Cela sonne presque comme une évidence : il était impossible que Booba rate deux albums de suite. AD VITAM ÆTERNAM est un peu plus court, mais surtout beaucoup plus concentré, inspiré, vociférateur et assertif que son prédécesseur. Remonté contre tout un tas de choses (son ancien collaborateur Geraldo, le niveau de Mbappé ou la fin du monde qui approche),le rappeur tire sur tout et tout le monde en enchaînant les punchlines avec le brio qu'on lui connaît. Les "puzzles de mots et de pensées" qu'il forme juxtaposent ses réflexions guerrières avec ses plus bas instincts, ses traits d'esprits les plus nihilistes avec des rimes "balles perdues" pour quiconque pensant ne pas la mériter. Brillant dans son égotrip, parfois gênant dans ses prises de positions ("Marre de votre fausse égalité, quand ça va péter, il faudra des hommes" dit-il sur "Sport Billy"), Elie Yaffa a au moins le mérite de reconnaître qu'il vieillit et que plusieurs aspects de ce "nouveau monde" lui échappent ("J'suis d'l'ancien monde, elle prend pas l'Ethereum, ma strippeuse d'Atlanta").
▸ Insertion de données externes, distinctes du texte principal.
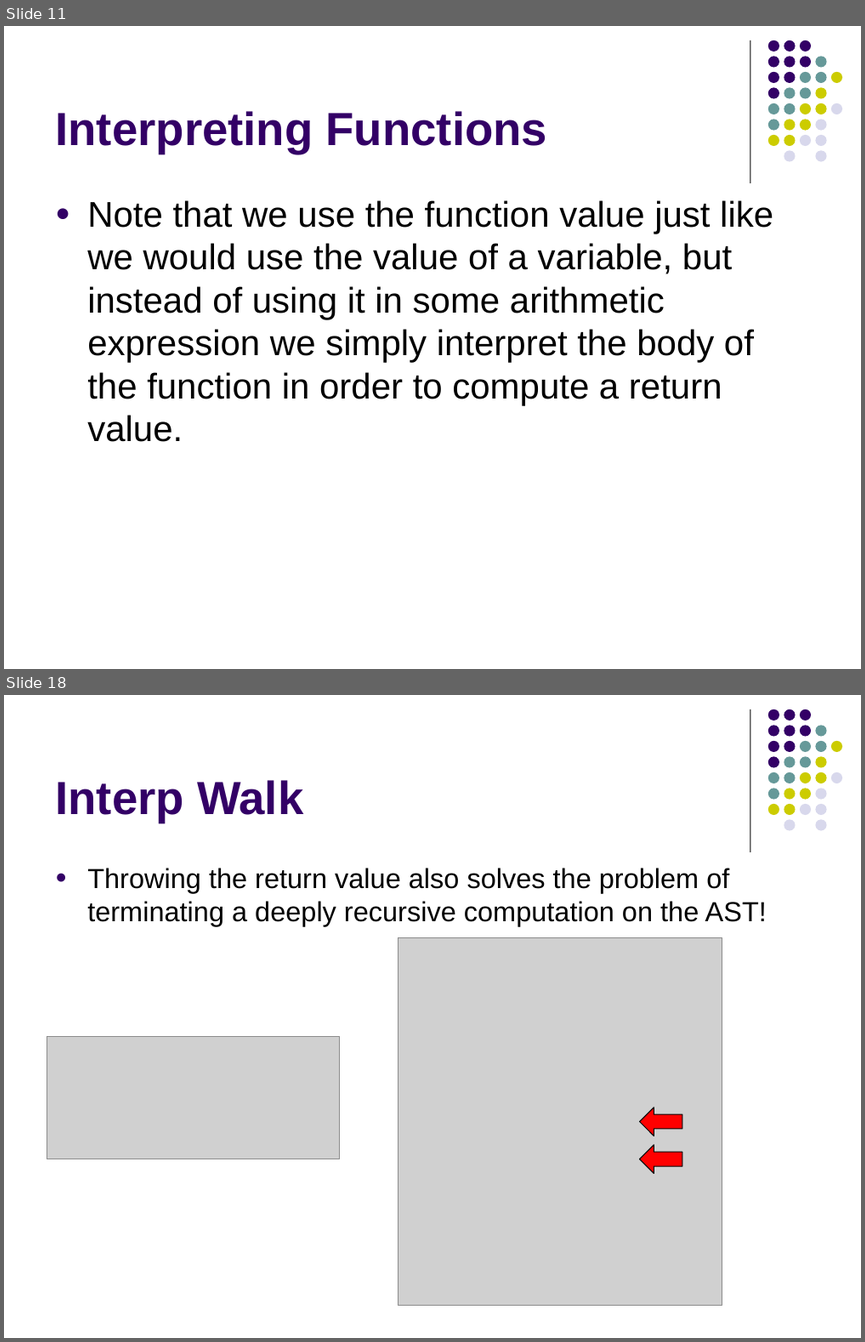
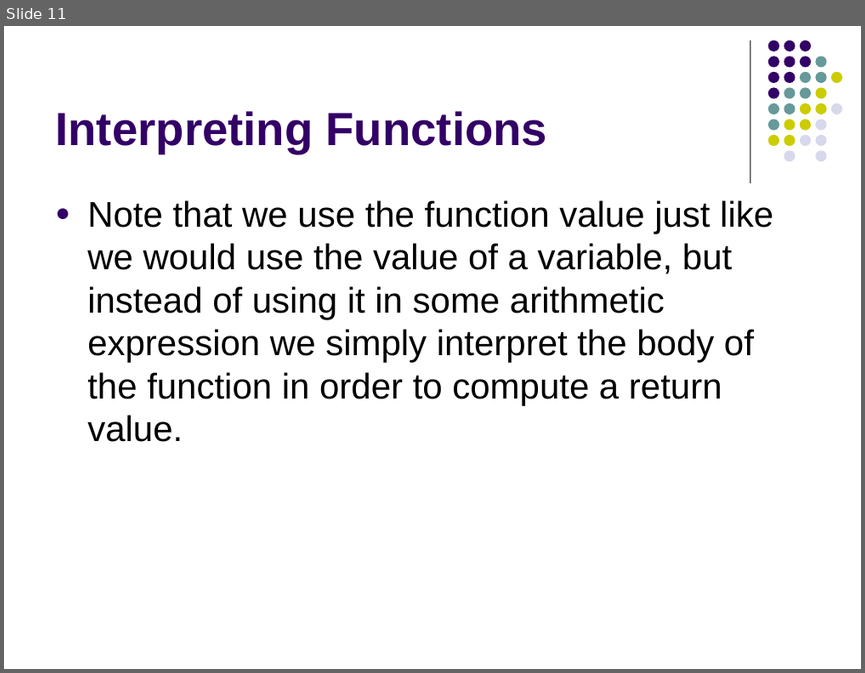
Before and after one commit to lutzhamel/CSC402, a slide deck: notes/csc402-ln013.pptx. Shown one above the other, each under a label of ours: slides 11 and 18 before the commit, slide 11 after it; the slides between them are not shown. The pictures are 865x1342 and 865x673 pixels, drawn with LibreOffice and Linux fonts; fonts in the diff are those of the drawing; grey boxes stand for pictures. Boxes give left, top, right and bottom in pixels: in the first picture for what was removed or moved away, otherwise in the second. Text is boxed around its words. In the diff, an @@ line names an element or a change of style, - is before the commit and + after.

```diff
--- a/notes/csc402-ln013.pptx
+++ b/notes/csc402-ln013.pptx
@@ slide 18 removed at [4, 695, 861, 1338], background #FFFFFF; not listed: 32 template elements that a slide beside it also shows @@
@@ title removed at [55, 780, 303, 823] @@
-Interp Walk
@@ text removed at [87, 868, 766, 926] @@
-● Throwing the return value also solves the problem of terminating a deeply recursive computation on the AST!
@@ picture removed at [398, 937, 721, 1304] @@
@@ picture removed at [46, 1036, 340, 1158] @@
@@ left arrow removed at [640, 1107, 682, 1135] @@
@@ left arrow removed at [640, 1145, 682, 1173] @@
```
Also in this commit, not shown: 9 slides changed, 14 slides added, 4 other slides removed, 4 other files.

Avec l'âge, certaines choses semblent toutefois avoir évolué chez le Boulonnais. Lui qui autrefois disait avec un flegme certain "va t'faire niquer toi et tes livres" affirme désormais être inspiré par "Feu-Arthur Rimbaud" dans "6G", follow-up bien plus musclé mais tout aussi parano et complotiste que le "5G" de 2020. Pour le reste, Booba incarne toujours une forme de misanthropie amnésique, reprochant aux autres les torts qui le caractérisent. Sa foi chancelle, son amour-propre aussi. Le "Rebel" qu'il prétend être en samplant une interview de Bob Marley est aussi un pantin matérialiste, prêt à tout pour le buzz et ne démontrant aucune piété, comme la majeure partie des personnes qu'il charge sur ses morceaux. Car le chasseur d'influvoleurs, l'homme du peuple qu'il prétend être, s'est également illustré dans un clash pitoyable avec Gims fin 2023 afin de déterminer lequel des deux avait le plus gros jet privé. Que Dieu les punisse d'être pire que les autres. 
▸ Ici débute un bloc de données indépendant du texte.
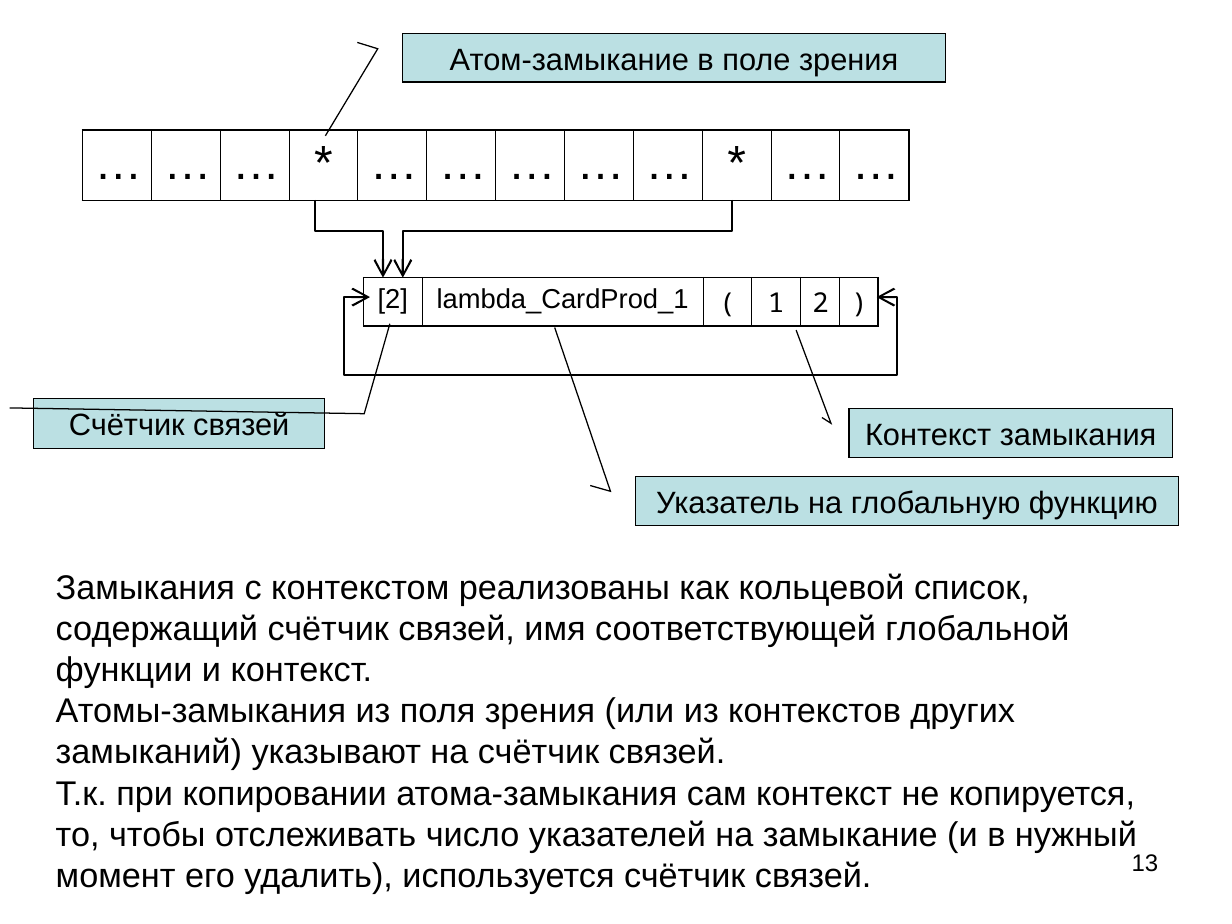
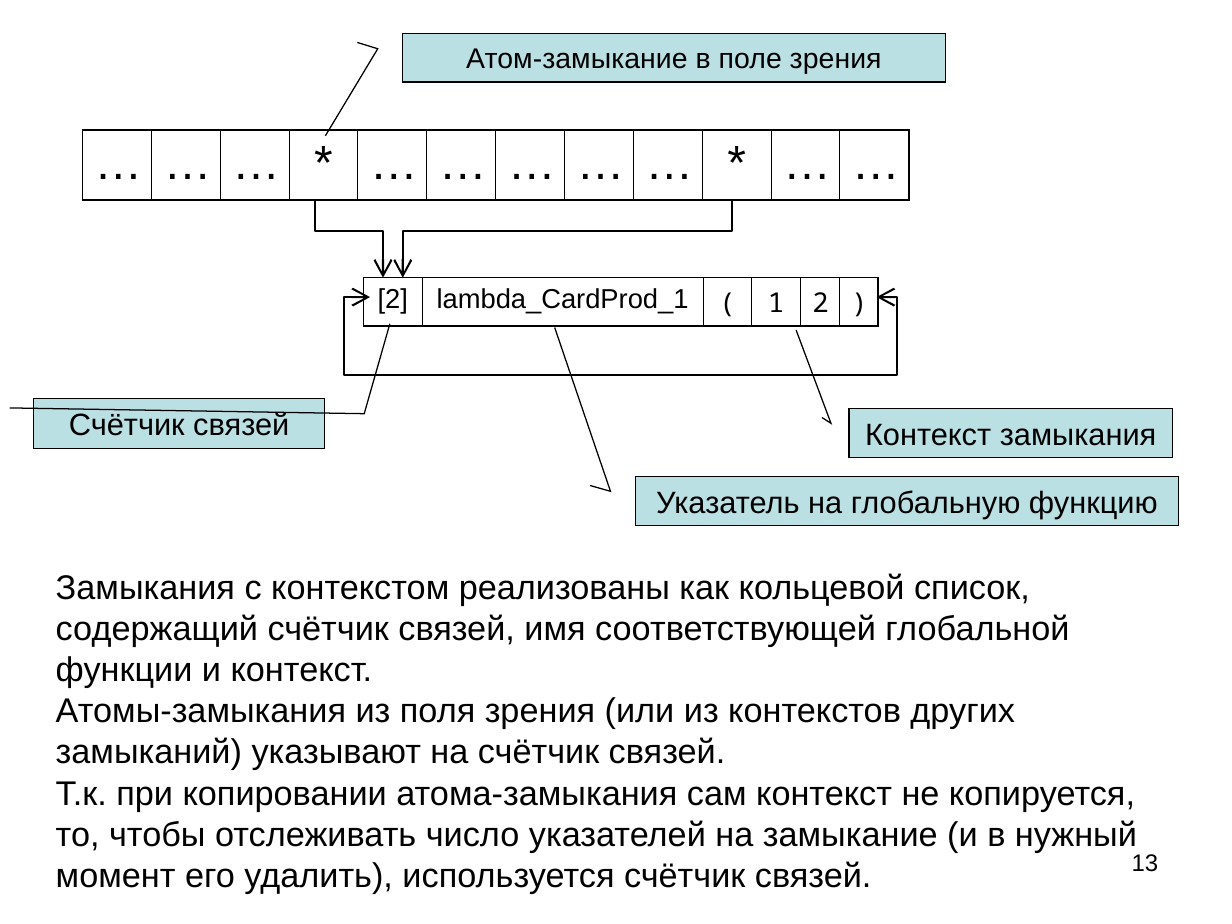
Before and after one commit to bmstu-iu9/refal-5-lambda, a slide deck: slide 13 of doc/Компилятор Простого Рефала.ppt. Drawn at 1232x924 pixels with LibreOffice and Linux fonts; fonts in the diff are those of the drawing. Boxes give left, top, right and bottom in pixels: in the first picture for what was removed or moved away, otherwise in the second. Text is boxed around its words. In the diff, an @@ line names an element or a change of style, - is before the commit and + after.

```diff
--- a/doc/Компилятор Простого Рефала.ppt
+++ b/doc/Компилятор Простого Рефала.ppt
@@ border callout "Атом-замыкание в поле зрения" at box(403, 33, 946, 81): size 18 to 16.6 pt @@
```
Also in this commit, not shown: 6 other slides changed, 6 other files.

Sur les quelques morceaux chantés de l'album, ses mélodies très moyennes ne fonctionnent pas particulièrement. Pire encore, beaucoup moins entêtants que les "DKR" ou "92i Veyron" d'autrefois, ils dépeignent, avec la cruauté qu'on connaît à Booba, une vision toujours fort problématique des relations amoureuses ("La monogamie, c'est quand t'es fauché" chante-t-il sur "Signé"). Il n'y a que sur "Bégnini" porté par un Usky planant sur un piano-voix brutal et délicat à la fois que Booba use de sa voix avec réussite. 

Presque outshiné par un SDM en très grande forme sur le banger "Dolce Camara", presque outshiné par Usky sur "Bégnini", Booba voit ses poulains gagner en maturité et en maîtrise, peut-être suffisamment pour prendre une vraie retraite cette fois-ci, et laisser le 92i entre les mains d'auteurs plus à la page que lui et capables, peut-être, de ne pas faire des références sportives périmées ou pourries. Le titre de l'album nous le rappelle, la piraterie n'est jamais finie. Pour autant, quelques signes semblent nous indiquer qu'il serait grand temps de définitivement lever l'ancre.